Data records:
== == ==
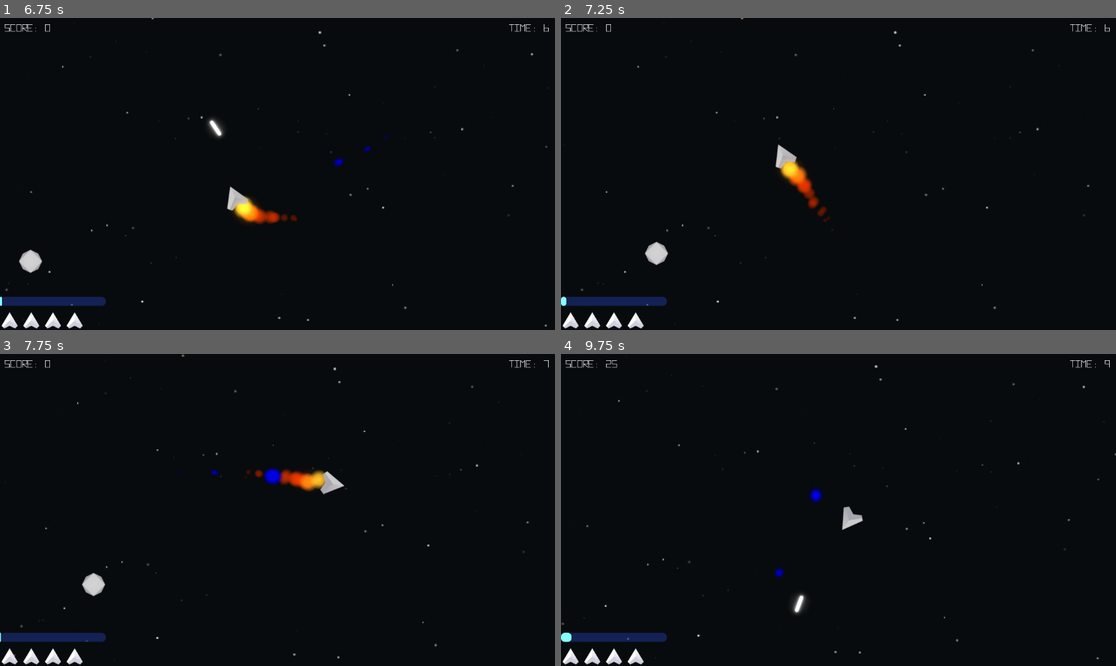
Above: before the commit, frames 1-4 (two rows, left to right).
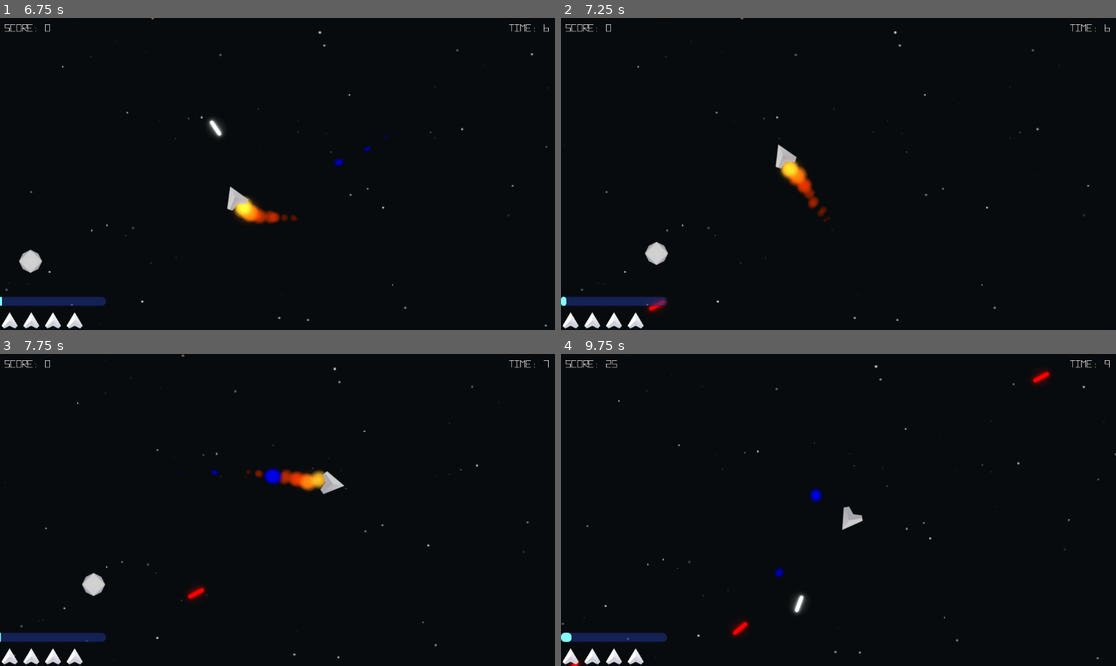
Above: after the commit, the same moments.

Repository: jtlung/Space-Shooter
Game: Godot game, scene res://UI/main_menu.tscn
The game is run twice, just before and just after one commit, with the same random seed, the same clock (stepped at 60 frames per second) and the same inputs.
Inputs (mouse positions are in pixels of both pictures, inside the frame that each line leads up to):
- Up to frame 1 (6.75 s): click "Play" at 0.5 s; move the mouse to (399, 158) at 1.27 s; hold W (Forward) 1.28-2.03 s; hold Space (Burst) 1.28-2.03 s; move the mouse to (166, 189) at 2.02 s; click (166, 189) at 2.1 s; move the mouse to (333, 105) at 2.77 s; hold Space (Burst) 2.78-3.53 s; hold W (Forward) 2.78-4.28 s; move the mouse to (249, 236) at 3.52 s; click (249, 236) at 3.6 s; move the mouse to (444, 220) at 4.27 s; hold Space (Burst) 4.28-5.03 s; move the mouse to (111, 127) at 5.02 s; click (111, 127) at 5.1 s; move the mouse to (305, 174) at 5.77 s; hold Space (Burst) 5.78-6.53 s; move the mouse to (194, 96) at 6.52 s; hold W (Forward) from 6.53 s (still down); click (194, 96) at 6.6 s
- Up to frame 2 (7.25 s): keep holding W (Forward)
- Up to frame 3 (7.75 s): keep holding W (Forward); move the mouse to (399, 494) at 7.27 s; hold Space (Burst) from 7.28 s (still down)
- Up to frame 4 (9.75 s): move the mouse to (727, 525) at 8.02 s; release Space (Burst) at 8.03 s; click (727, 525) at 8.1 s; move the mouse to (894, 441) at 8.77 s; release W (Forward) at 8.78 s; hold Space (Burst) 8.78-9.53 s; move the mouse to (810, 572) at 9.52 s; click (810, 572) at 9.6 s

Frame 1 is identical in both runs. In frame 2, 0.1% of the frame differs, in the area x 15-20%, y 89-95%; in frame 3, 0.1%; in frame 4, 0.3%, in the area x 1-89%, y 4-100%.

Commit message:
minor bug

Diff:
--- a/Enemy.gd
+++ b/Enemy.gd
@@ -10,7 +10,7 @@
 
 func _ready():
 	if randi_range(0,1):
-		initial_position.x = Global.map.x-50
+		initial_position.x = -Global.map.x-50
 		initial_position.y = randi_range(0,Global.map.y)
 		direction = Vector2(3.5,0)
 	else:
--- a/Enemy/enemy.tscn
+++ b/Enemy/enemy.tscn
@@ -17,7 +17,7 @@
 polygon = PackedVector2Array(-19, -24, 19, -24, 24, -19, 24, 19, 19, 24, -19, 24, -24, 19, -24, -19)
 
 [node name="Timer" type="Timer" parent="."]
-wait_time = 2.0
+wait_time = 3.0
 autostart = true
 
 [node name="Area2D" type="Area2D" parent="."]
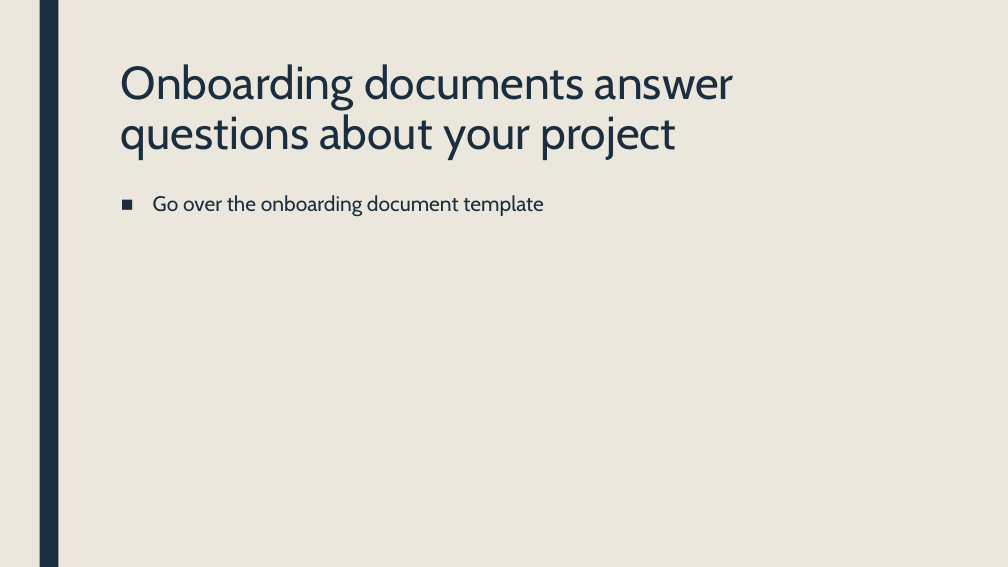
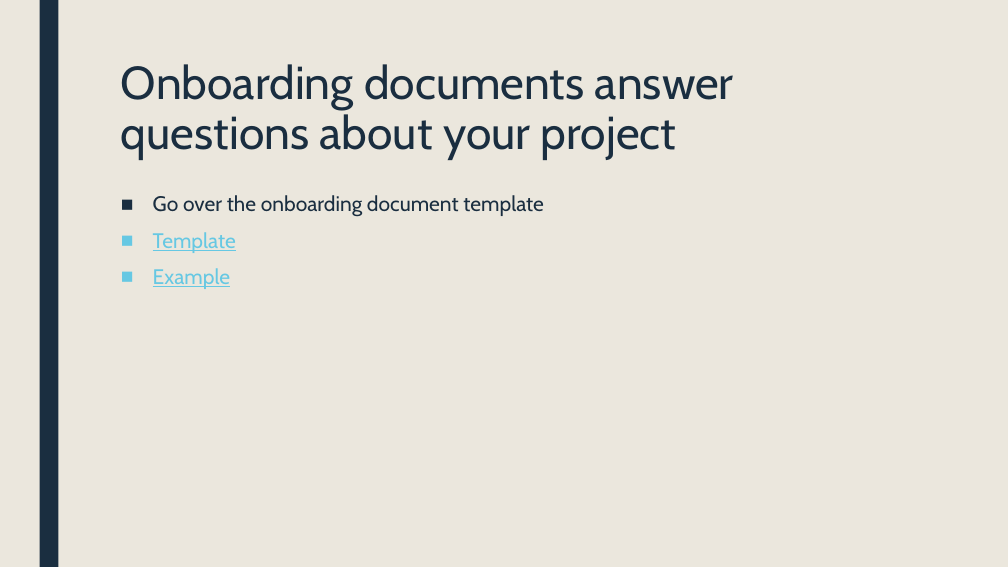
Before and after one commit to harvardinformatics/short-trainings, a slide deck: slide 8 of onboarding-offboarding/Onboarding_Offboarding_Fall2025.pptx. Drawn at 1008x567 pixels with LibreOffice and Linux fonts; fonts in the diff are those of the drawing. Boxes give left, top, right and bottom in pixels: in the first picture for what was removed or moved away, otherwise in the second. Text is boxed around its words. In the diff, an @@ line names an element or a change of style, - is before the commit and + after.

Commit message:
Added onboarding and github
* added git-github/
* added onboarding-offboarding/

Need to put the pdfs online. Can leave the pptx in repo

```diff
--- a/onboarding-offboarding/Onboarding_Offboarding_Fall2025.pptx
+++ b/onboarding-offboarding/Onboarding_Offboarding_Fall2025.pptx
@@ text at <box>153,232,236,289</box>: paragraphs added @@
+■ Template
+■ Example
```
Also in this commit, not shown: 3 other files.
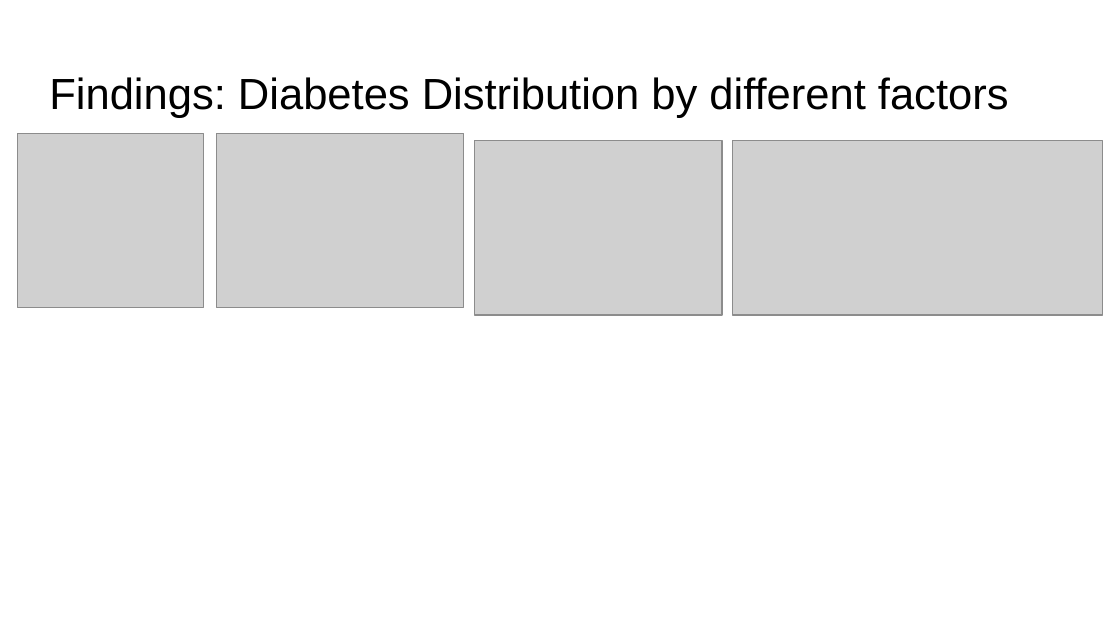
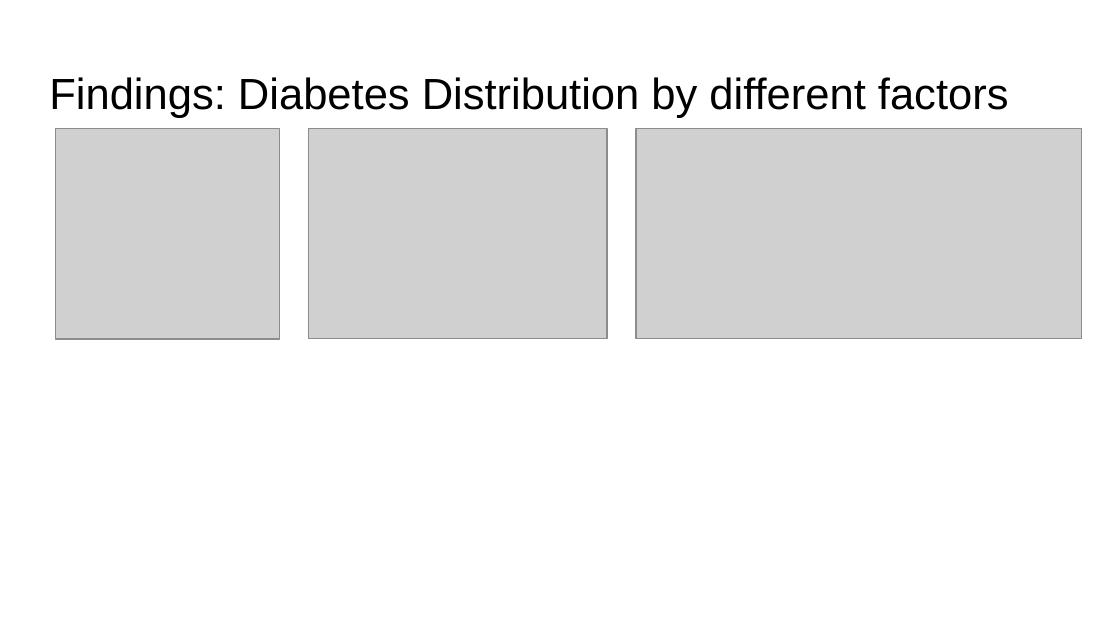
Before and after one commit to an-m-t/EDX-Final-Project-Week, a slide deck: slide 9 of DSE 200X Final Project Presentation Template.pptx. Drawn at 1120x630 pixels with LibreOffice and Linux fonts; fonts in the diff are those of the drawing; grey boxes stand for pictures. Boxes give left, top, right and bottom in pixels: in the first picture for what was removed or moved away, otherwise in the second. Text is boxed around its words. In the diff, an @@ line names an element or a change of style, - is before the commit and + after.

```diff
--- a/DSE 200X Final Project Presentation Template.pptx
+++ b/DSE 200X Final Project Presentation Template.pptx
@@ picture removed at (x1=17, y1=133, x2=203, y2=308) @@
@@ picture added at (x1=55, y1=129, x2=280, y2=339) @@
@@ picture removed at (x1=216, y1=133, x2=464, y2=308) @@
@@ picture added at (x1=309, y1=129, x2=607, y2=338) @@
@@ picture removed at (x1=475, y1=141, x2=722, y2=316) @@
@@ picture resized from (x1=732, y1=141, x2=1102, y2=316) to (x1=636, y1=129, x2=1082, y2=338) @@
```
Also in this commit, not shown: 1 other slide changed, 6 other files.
== == ==
What you output must match the data exactly, apart from the pictures, which are left out.

_Result_.
Above: before the commit, frames 1-4 (two rows, left to right).
Above: after the commit, the same moments.

Repository: jtlung/Space-Shooter
Game: Godot game, scene res://UI/main_menu.tscn
The game is run twice, just before and just after one commit, with the same random seed, the same clock (stepped at 60 frames per second) and the same inputs.
Inputs (mouse positions are in pixels of both pictures, inside the frame that each line leads up to):
- Up to frame 1 (6.75 s): click "Play" at 0.5 s; move the mouse to (399, 158) at 1.27 s; hold W (Forward) 1.28-2.03 s; hold Space (Burst) 1.28-2.03 s; move the mouse to (166, 189) at 2.02 s; click (166, 189) at 2.1 s; move the mouse to (333, 105) at 2.77 s; hold Space (Burst) 2.78-3.53 s; hold W (Forward) 2.78-4.28 s; move the mouse to (249, 236) at 3.52 s; click (249, 236) at 3.6 s; move the mouse to (444, 220) at 4.27 s; hold Space (Burst) 4.28-5.03 s; move the mouse to (111, 127) at 5.02 s; click (111, 127) at 5.1 s; move the mouse to (305, 174) at 5.77 s; hold Space (Burst) 5.78-6.53 s; move the mouse to (194, 96) at 6.52 s; hold W (Forward) from 6.53 s (still down); click (194, 96) at 6.6 s
- Up to frame 2 (7.25 s): keep holding W (Forward)
- Up to frame 3 (7.75 s): keep holding W (Forward); move the mouse to (399, 494) at 7.27 s; hold Space (Burst) from 7.28 s (still down)
- Up to frame 4 (9.75 s): move the mouse to (727, 525) at 8.02 s; release Space (Burst) at 8.03 s; click (727, 525) at 8.1 s; move the mouse to (894, 441) at 8.77 s; release W (Forward) at 8.78 s; hold Space (Burst) 8.78-9.53 s; move the mouse to (810, 572) at 9.52 s; click (810, 572) at 9.6 s

Frame 1 is identical in both runs. In frame 2, 0.1% of the frame differs, in the area x 15-20%, y 89-95%; in frame 3, 0.1%; in frame 4, 0.3%, in the area x 1-89%, y 4-100%.

Commit message:
minor bug

Diff:
--- a/Enemy.gd
+++ b/Enemy.gd
@@ -10,7 +10,7 @@
 
 func _ready():
 	if randi_range(0,1):
-		initial_position.x = Global.map.x-50
+		initial_position.x = -Global.map.x-50
 		initial_position.y = randi_range(0,Global.map.y)
 		direction = Vector2(3.5,0)
 	else:
--- a/Enemy/enemy.tscn
+++ b/Enemy/enemy.tscn
@@ -17,7 +17,7 @@
 polygon = PackedVector2Array(-19, -24, 19, -24, 24, -19, 24, 19, 19, 24, -19, 24, -24, 19, -24, -19)
 
 [node name="Timer" type="Timer" parent="."]
-wait_time = 2.0
+wait_time = 3.0
 autostart = true
 
 [node name="Area2D" type="Area2D" parent="."]
Before and after one commit to harvardinformatics/short-trainings, a slide deck: slide 8 of onboarding-offboarding/Onboarding_Offboarding_Fall2025.pptx. Drawn at 1008x567 pixels with LibreOffice and Linux fonts; fonts in the diff are those of the drawing. Boxes give left, top, right and bottom in pixels: in the first picture for what was removed or moved away, otherwise in the second. Text is boxed around its words. In the diff, an @@ line names an element or a change of style, - is before the commit and + after.

Commit message:
Added onboarding and github
* added git-github/
* added onboarding-offboarding/

Need to put the pdfs online. Can leave the pptx in repo

```diff
--- a/onboarding-offboarding/Onboarding_Offboarding_Fall2025.pptx
+++ b/onboarding-offboarding/Onboarding_Offboarding_Fall2025.pptx
@@ text at <box>153,232,236,289</box>: paragraphs added @@
+■ Template
+■ Example
```
Also in this commit, not shown: 3 other files.
Before and after one commit to an-m-t/EDX-Final-Project-Week, a slide deck: slide 9 of DSE 200X Final Project Presentation Template.pptx. Drawn at 1120x630 pixels with LibreOffice and Linux fonts; fonts in the diff are those of the drawing; grey boxes stand for pictures. Boxes give left, top, right and bottom in pixels: in the first picture for what was removed or moved away, otherwise in the second. Text is boxed around its words. In the diff, an @@ line names an element or a change of style, - is before the commit and + after.

```diff
--- a/DSE 200X Final Project Presentation Template.pptx
+++ b/DSE 200X Final Project Presentation Template.pptx
@@ picture removed at (x1=17, y1=133, x2=203, y2=308) @@
@@ picture added at (x1=55, y1=129, x2=280, y2=339) @@
@@ picture removed at (x1=216, y1=133, x2=464, y2=308) @@
@@ picture added at (x1=309, y1=129, x2=607, y2=338) @@
@@ picture removed at (x1=475, y1=141, x2=722, y2=316) @@
@@ picture resized from (x1=732, y1=141, x2=1102, y2=316) to (x1=636, y1=129, x2=1082, y2=338) @@
```
Also in this commit, not shown: 1 other slide changed, 6 other files.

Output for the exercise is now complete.